Was Deutschland jetzt tun muss
Würde Peking deutsche Unternehmen wirklich abstrafen, wenn Berlin die in Ansätzen in Europa schon vorhandene Unterstützung für eine Aufnahme Taiwans in die Weltgesundheitsorganisation weiter vorantreiben würde? Welche Konsequenzen würden Berlin oder Brüssel tatsächlich drohen, wenn hochrangige Politiker – warum nicht gar der europäische und der deutsche Parlamentspräsident gemeinsam? – zum Staatsbesuch nach Taipeh reisten? Die Visite des Senatspräsidenten der tschechischen Republik im August liefert einen ersten Anhaltspunkt: Die chinesische Botschaft habe ihren Unmut geäußert, berichtete Senatspräsident Miloš Vystrčil. Wirtschaftliche Drohgebärden habe es nicht gegeben.
Falls den Verantwortlichen eine solche staatspolitische Geste zu viel ist, es ginge auch eine Nummer kleiner: Statt wiederholt die von Peking propagierte "Ein-China-Politik" zu beschwören, könnten europäische Diplomaten China in puncto "friedliche Lösung" in die Pflicht nehmen. Diese Formulierung ist nämlich ebenfalls Teil der offiziellen Verlautbarungen, die man mit China abgestimmt hat. Falls der Mut noch etwas weiter reicht, sollte das Auswärtige Amt Flagge zeigen und die Flagge Taiwans auf der offiziellen Webseite abbilden. Im Falle Hongkongs hat Berlin kein Problem damit – und Peking offenbar auch nicht.

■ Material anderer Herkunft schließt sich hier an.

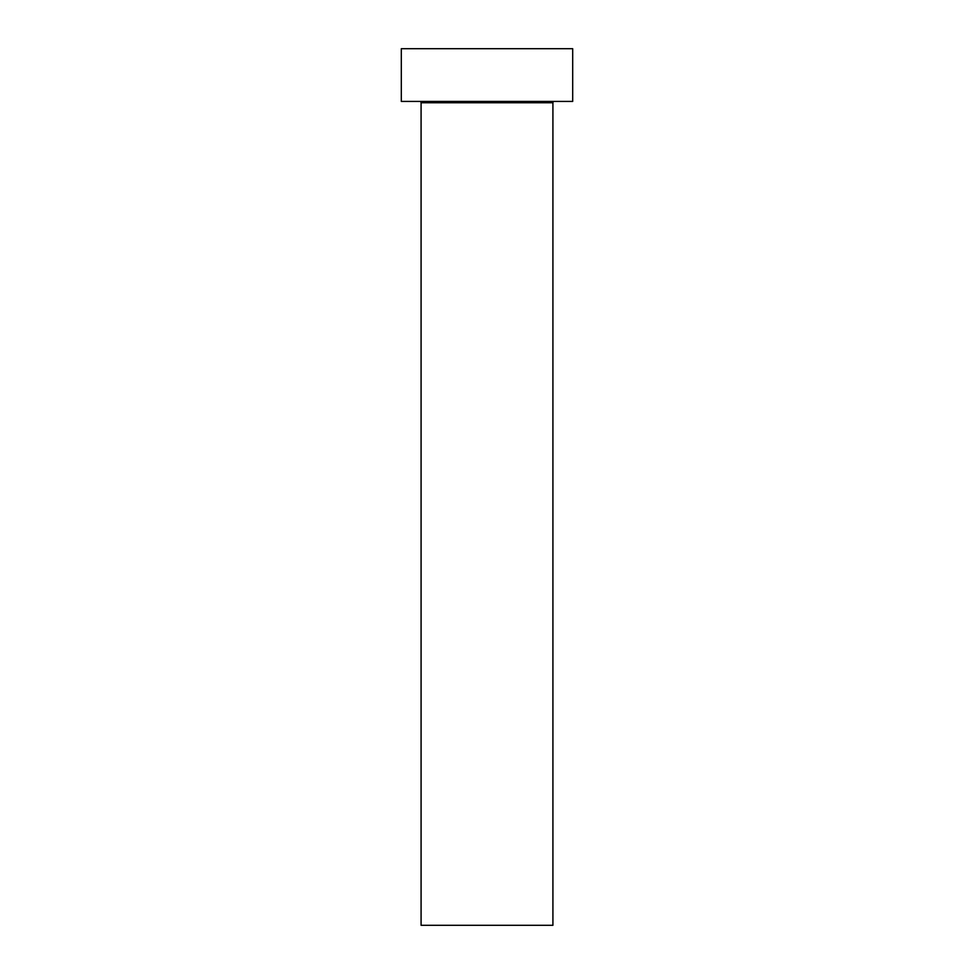 <?xml version="1.0" encoding="UTF-8"?>
<svg xmlns="http://www.w3.org/2000/svg" width="974" height="974" viewBox="0 0 974 974"><rect width="100%" height="100%" fill="white"/><g stroke="black" fill="none" stroke-linecap="round" stroke-linejoin="round"><path stroke-width="1.46" d="M552.915 102.745A1.315 1.315 0 0 1 554.23 101.43A1.315 1.315 0 0 0 552.915 102.745L421.085 102.745L421.085 925.3L552.915 925.3L552.915 102.745L552.915 925.3L421.085 925.3L421.085 102.745A1.315 1.315 0 0 0 419.77 101.43A1.315 1.315 0 0 1 421.085 102.745L552.915 102.745M401.312 48.7L401.312 101.43L572.688 101.43L572.688 48.7L401.312 48.7L401.312 101.43L572.688 101.43L572.688 48.7L401.312 48.7"/></g></svg>

Solche kleinen Schritte mögen auf den ersten Blick nichtig erscheinen, aber sie helfen, den selbst-hypnotisierenden Nimbus des "Wir können das gegenüber China nicht machen" zu durchbrechen. Und das ist wichtig: Denn wenn Peking mit seiner Kaltschnäuzigkeit durchkommt, nach eigenem Ermessen ständig neue Fakten zu schaffen, wird Europa immer das Nachsehen haben.